* [Required action] Look at each line of the listing. Copy those that hold the string "picture".

-------------------------

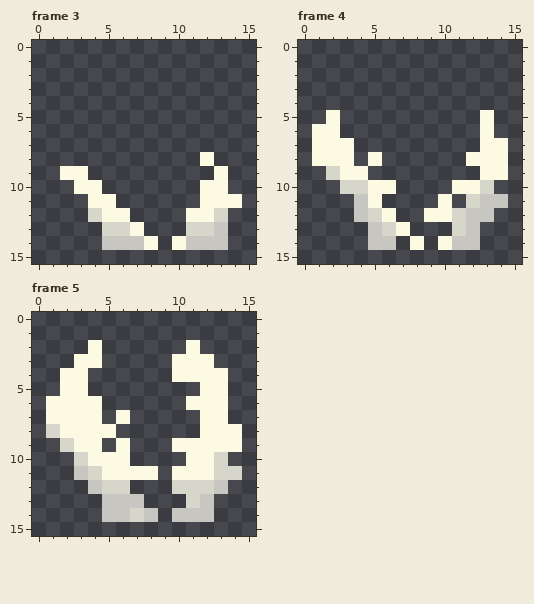
Edited in one commit: pixel-art file (Assets/Sprites/Wings.ase). That is the earlier state.
16x16 pixels, 5 frames. Shown: frame 3, frame 4, frame 5. The old version is drawn lined up with the new one. The commit also changed other frames, which this record leaves out.
Now the later version:
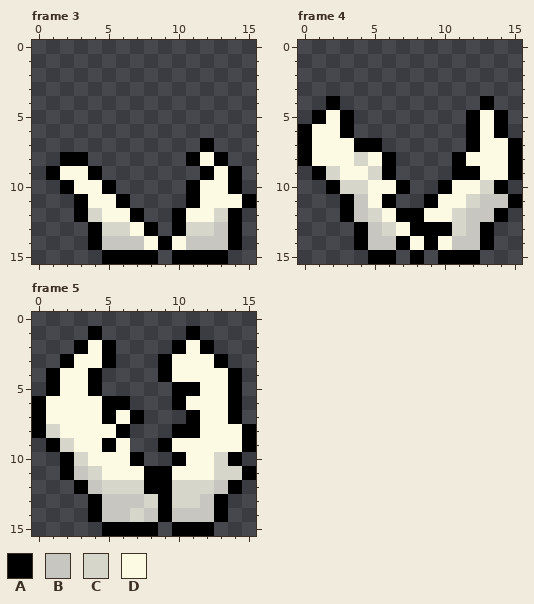
Palette (. is transparent): A #000000  B #c7c6c0  C #d7d6cb  D #fcfae2
Change:
whole drawing moved by +0,-1 (the old picture is shown already moved)
Changed rows in their new state; - is an unchanged pixel.
Frame 3:
first column x 1:
 7 -----------A---
 8 -AA-------A-A--
 9 A--A-------A-A-
10 -A--A-----A--A-
11 --A--A----A---A
12 --A---A--A---A-
13 ---A---A-A---A-
14 ---A----A----A-
15 ----AAAA-AAAA--
Frame 4:
first column x 0:
 4 --A----------A--
 5 -A-A--------A-A-
 6 A--A--------A-A-
 7 A---AA------A--A
 8 A---C-A----A---A
 9 -A---CA----AA--A
10 --A----A--A---A-
11 ---A--A--A-D---A
12 ---A---AA-----A-
13 ----A---AAA--A--
14 ----A--A-A---A--
15 -----AA-A-AAA---
Frame 5:
first column x 0:
 1 ----A------A----
 2 ---A-A----A-A---
 3 --A--A---A---A--
 4 -A--A----A----A-
 5 -A--A-----AA--A-
 6 A----AA---A---A-
 7 A----A-A---A--A-
 8 A-----A---AA---A
 9 -A---A---A-----A
10 --A----A--A---A-
11 --A-----AA-----A
12 ---A---CAA----A-
13 ----A---CAC--A--
14 ----A----A---A--
15 -----AAAA-AAA---
Where, in picture pixels (left, top, right, bottom), the same in both pictures:
added: (46, 138, 256, 264)
added: (298, 96, 522, 264)
changed: (32, 326, 256, 536)

-------------------------

* [Answer box]
whole drawing moved by +0,-1 (the old picture is shown already moved)
Where, in picture pixels (left, top, right, bottom), the same in both pictures:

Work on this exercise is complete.